Find answers, ask questions, and share your expertise
Announcements
Celebrating as our community reaches 100,000 members! Thank you!

How to create an "external" table on partitioned Parquet data?

avatar
New Contributor

Hi,

 

I'm trying to read data that's exported into Parquet partitions via an external table.

ex: a partition of the data would be in /user/root/parquet/TIMESLOT=201603162200

I can create an external table on the data IN EACH partition (using CREATE EXTERNAL TABLE xxx LIKE PARQUET syntax).

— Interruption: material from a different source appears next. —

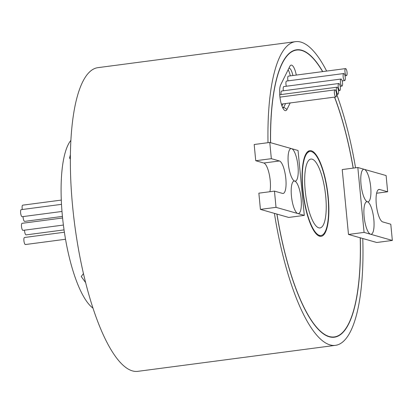 <?xml version="1.0" encoding="UTF-8"?>
<svg xmlns="http://www.w3.org/2000/svg" width="413" height="413" viewBox="0 0 413 413"><rect width="100%" height="100%" fill="white"/><g stroke="black" fill="none" stroke-linecap="round" stroke-linejoin="round"><path stroke-width="0.62" d="M290.169 102.951L286.994 109.383A13.675 3.882 -97.5 0 1 284.407 110.199A13.675 3.882 -97.5 0 1 280.091 98.289A13.675 3.882 -97.5 0 1 280.701 84.82L289.807 66.374A13.675 3.882 -97.5 0 1 290.112 65.858A13.675 3.882 -97.5 0 1 291.655 65.14A13.675 3.882 -97.5 0 1 296.302 75.073M292.905 75.522A10.939 3.108 82.5 0 0 289.317 68.186A10.939 3.108 82.5 0 0 288.93 68.155M367.415 201.787A16.406 4.662 -97.5 0 1 373.822 219.391A16.406 4.662 -97.5 0 1 370.538 234.233L364.075 232.395L348.479 234.445L342.227 169.562L357.828 167.508L364.292 169.345A16.406 4.662 -97.5 0 1 370.698 186.944A16.406 4.662 -97.5 0 1 367.415 201.787A16.406 4.662 -97.5 0 1 366.527 201.286A16.406 4.662 -97.5 0 1 361.23 186.175A16.406 4.662 -97.5 0 1 362.438 170.208A16.406 4.662 -97.5 0 1 364.292 169.345L386.103 175.551L387.662 191.771L379.588 189.474A16.406 4.662 82.5 0 0 379.005 189.428A16.406 4.662 82.5 0 0 376.403 205.313A16.406 4.662 82.5 0 0 382.712 221.92L390.786 224.218L392.35 240.438L370.538 234.233A16.406 4.662 -97.5 0 1 369.65 233.727A16.406 4.662 -97.5 0 1 364.354 218.616A16.406 4.662 -97.5 0 1 365.562 202.654A16.406 4.662 -97.5 0 1 367.415 201.787M294.712 181.101A16.406 4.662 -97.5 0 1 301.118 198.705A16.406 4.662 -97.5 0 1 297.835 213.547L304.298 215.385L298.047 150.497L291.588 148.659A16.406 4.662 -97.5 0 1 297.995 166.258A16.406 4.662 -97.5 0 1 294.712 181.101A16.406 4.662 -97.5 0 1 293.824 180.6A16.406 4.662 -97.5 0 1 288.527 165.489A16.406 4.662 -97.5 0 1 289.735 149.521A16.406 4.662 -97.5 0 1 291.588 148.659L269.777 142.454L271.336 158.675L279.415 160.972A16.406 4.662 -97.5 0 1 285.719 177.58A16.406 4.662 -97.5 0 1 283.117 193.465A16.406 4.662 -97.5 0 1 282.538 193.418L274.459 191.116L276.023 207.341L297.835 213.547A16.406 4.662 -97.5 0 1 296.947 213.041A16.406 4.662 -97.5 0 1 291.65 197.93A16.406 4.662 -97.5 0 1 292.858 181.968A16.406 4.662 -97.5 0 1 294.712 181.101M274.459 191.116L258.863 193.17L260.422 209.391L276.968 214.099A144.669 41.088 82.5 0 0 329.233 336.518A144.669 41.088 82.5 0 0 334.339 336.931A144.669 41.088 82.5 0 0 360.208 237.785L348.479 234.445M322.61 71.614A144.669 41.088 82.5 0 0 301.691 50.479A144.669 41.088 82.5 0 0 296.586 50.066A144.669 41.088 82.5 0 0 270.592 142.686M353.239 168.112A144.942 41.166 82.5 0 0 334.607 97.101M322.744 71.594A144.942 41.166 82.5 0 0 301.666 50.21A144.942 41.166 82.5 0 0 296.549 49.792A144.942 41.166 82.5 0 0 270.51 142.661M276.886 214.073A144.942 41.166 82.5 0 0 329.259 336.786A144.942 41.166 82.5 0 0 334.375 337.204A144.942 41.166 82.5 0 0 360.291 237.805L360.208 237.785M337.116 87.205A3.557 1.012 82.5 0 0 336.993 87.195A3.557 1.012 82.5 0 0 336.43 90.633A3.557 1.012 82.5 0 0 337.793 94.231A3.557 1.012 82.5 0 0 337.922 94.241A3.557 1.012 82.5 0 0 338.484 90.803A3.557 1.012 82.5 0 0 337.116 87.205M288.486 76.131A3.557 1.012 82.5 0 0 288.357 76.121A3.557 1.012 82.5 0 0 288.016 80.865M345.681 68.604A3.557 1.012 82.5 0 0 345.552 68.594A3.557 1.012 82.5 0 0 344.989 72.032A3.557 1.012 82.5 0 0 346.357 75.631A3.557 1.012 82.5 0 0 346.481 75.641A3.557 1.012 82.5 0 0 347.044 72.203A3.557 1.012 82.5 0 0 345.681 68.604M281.749 91.036A3.557 1.012 82.5 0 0 281.625 91.025A3.557 1.012 82.5 0 0 281.067 94.551M338.944 83.509A3.557 1.012 82.5 0 0 338.82 83.498A3.557 1.012 82.5 0 0 338.252 86.942A3.557 1.012 82.5 0 0 339.62 90.54A3.557 1.012 82.5 0 0 339.744 90.55A3.557 1.012 82.5 0 0 340.307 87.107A3.557 1.012 82.5 0 0 338.944 83.509M286.668 81.072A3.557 1.012 82.5 0 0 286.545 81.062A3.557 1.012 82.5 0 0 286.312 86.245M343.864 73.545A3.557 1.012 82.5 0 0 343.74 73.535A3.557 1.012 82.5 0 0 343.177 76.978A3.557 1.012 82.5 0 0 344.54 80.576A3.557 1.012 82.5 0 0 344.669 80.587A3.557 1.012 82.5 0 0 345.232 77.143A3.557 1.012 82.5 0 0 343.864 73.545M283.948 86.58A3.557 1.012 82.5 0 0 283.824 86.57A3.557 1.012 82.5 0 0 283.375 90.793M341.143 79.053A3.557 1.012 82.5 0 0 341.019 79.043A3.557 1.012 82.5 0 0 340.451 82.486A3.557 1.012 82.5 0 0 341.819 86.085A3.557 1.012 82.5 0 0 341.943 86.095A3.557 1.012 82.5 0 0 342.511 82.652A3.557 1.012 82.5 0 0 341.143 79.053M335.119 89.889A3.557 1.012 82.5 0 0 334.989 89.879A3.557 1.012 82.5 0 0 334.427 93.323A3.557 1.012 82.5 0 0 335.795 96.921A3.557 1.012 82.5 0 0 335.919 96.931A3.557 1.012 82.5 0 0 336.481 93.488A3.557 1.012 82.5 0 0 335.119 89.889M22.307 209.505A3.557 1.012 -97.5 0 1 22.736 205.163L61.294 200.088M61.986 211.456L22.142 216.701A3.557 1.012 -97.5 0 1 22.018 216.691A3.557 1.012 -97.5 0 1 20.65 213.093A3.557 1.012 -97.5 0 1 21.213 209.649L61.501 204.347M62.43 216.412L24.646 221.383A3.557 1.012 -97.5 0 1 24.522 221.373A3.557 1.012 -97.5 0 1 23.082 216.577M63.395 225.054L23.004 230.366A3.557 1.012 -97.5 0 1 22.88 230.356A3.557 1.012 -97.5 0 1 21.517 226.758A3.557 1.012 -97.5 0 1 22.08 223.319L62.585 217.987M64.046 229.891L26.096 234.883A3.557 1.012 -97.5 0 1 25.973 234.873A3.557 1.012 -97.5 0 1 24.532 230.17M65.528 239.256L25.425 244.537A3.557 1.012 -97.5 0 1 25.296 244.527A3.557 1.012 -97.5 0 1 23.933 240.929A3.557 1.012 -97.5 0 1 24.496 237.485L64.392 232.235M85.62 282.595L81.242 276.534L83.447 273.587M70.355 159.134L69.591 158.019L70.396 154.761M311.428 151.592A42.389 12.039 82.5 0 0 309.931 151.473A42.389 12.039 82.5 0 0 303.214 192.499A42.389 12.039 82.5 0 0 319.497 235.405A42.389 12.039 82.5 0 0 320.994 235.524A42.389 12.039 82.5 0 0 327.715 194.497A42.389 12.039 82.5 0 0 311.428 151.592M319.574 236.215A43.21 12.271 82.5 0 0 321.102 236.339A43.21 12.271 82.5 0 0 327.953 194.518A43.21 12.271 82.5 0 0 311.35 150.781A43.21 12.271 82.5 0 0 309.827 150.657A43.21 12.271 82.5 0 0 302.977 192.484A43.21 12.271 82.5 0 0 319.574 236.215M312.156 159.165A34.733 9.866 -97.5 0 1 325.501 194.316A34.733 9.866 -97.5 0 1 319.998 227.935A34.733 9.866 -97.5 0 1 318.769 227.831A34.733 9.866 -97.5 0 1 305.424 192.68A34.733 9.866 -97.5 0 1 310.932 159.062A34.733 9.866 -97.5 0 1 312.156 159.165M326.642 71.082A153.151 43.494 82.5 0 0 300.886 42.1A153.151 43.494 82.5 0 0 295.481 41.661A153.151 43.494 82.5 0 0 268.006 142.686M295.481 41.661L97.896 67.66A153.151 43.494 82.5 0 0 73.617 215.896A153.151 43.494 82.5 0 0 132.459 370.9A153.151 43.494 82.5 0 0 137.865 371.339L335.444 345.34A153.151 43.494 82.5 0 0 362.774 238.513L360.291 237.805M274.402 213.371A153.151 43.494 82.5 0 0 330.044 344.896A153.151 43.494 82.5 0 0 335.444 345.34M70.897 140.363A87.515 24.857 82.5 0 0 63.602 226.644A87.515 24.857 82.5 0 0 92.971 308.103M355.567 167.807A153.151 43.494 82.5 0 0 336.724 94.401M353.161 168.122A144.669 41.088 82.5 0 0 334.509 97.117M276.968 214.099L288.697 217.439L304.298 215.385M269.777 142.454L254.176 144.509L255.74 160.729L263.814 163.027A16.406 4.662 -97.5 0 1 270.226 180.626A16.406 4.662 -97.5 0 1 269.906 191.72M271.336 158.675L255.74 160.729M276.023 207.341L260.422 209.391M282.941 108.211A10.939 3.108 82.5 0 0 283.762 107.266L285.6 103.555M282.998 103.895L281.965 105.991M290.303 75.863A10.939 3.108 82.5 0 0 288.109 69.818M392.35 240.438L376.749 242.493L362.774 238.513M364.075 232.395L357.828 167.508M387.662 191.771L376.62 193.227M279.415 160.972L263.814 163.027M282.554 107.426L283.762 107.266L286.994 109.383M379.588 189.474L378.458 189.624M294.082 50.396L296.586 50.066M279.797 94.722L336.993 87.195M288.357 76.121L345.552 68.594M281.625 91.025L338.82 83.498M286.545 81.062L343.74 73.535M283.824 86.57L341.019 79.043M279.937 97.127L334.989 89.879M307.571 151.783L309.931 151.473M318.635 235.838L320.994 235.524M281.341 104.112L335.919 96.931M340.193 86.327L341.943 86.095M342.181 80.912L344.669 80.587M338.474 90.715L339.744 90.55M345.01 75.837L346.481 75.641M336.554 94.422L337.922 94.241M331.835 337.261L334.339 336.931"/></g></svg>

ex: CREATE EXTERNAL TABLE ingest_parquet_201505141200 LIKE PARQUET '/user/root/parquet/TIMESLOT=201505141200/part-r-00000-db2fb64b-0bb1-4fbe-a851-e71ad13f10a6.gz.parquet' LOCATION '/user/root/parquet/TIMESLOT=201505141200';

But I need to see ALL of the partitions. That means that I can't use "LIKE PARQUET" syntax anymore (because the partition key -i.e. TIMESLOT would be missing from the table in that case), and more importantly I need to change the LOCATION clause, but when I use the " location '/user/root/parquet/' " querying the external table returns no rows!

Is there a way to address the issue?

Regards,

Babak.

2 REPLIES 2

avatar
Cloudera Employee

There is a documented example here: http://www.cloudera.com/documentation/archive/impala/2-x/2-1-x/topics/impala_tutorial.html#tut_exter...

 

The missing steps are:

  • LOCATION should be '/user/root/parquet/' in CREATE statement
  • CREATE statement likely missing partition and file_format information (e.g. depending on TIMESLOT type):

    PARTITIONED BY (TIMESLOT BIGINT) STORED AS PARQUET

  • Add the partitions to Impala so it knows they are there.  e.g. ALTER TABLE ingest_parquet ADD PARTITION (TIMESLOT=201505141200)

Best,

 

Harrison

avatar
Explorer

What is the maximum number of partitions an external impala table can have?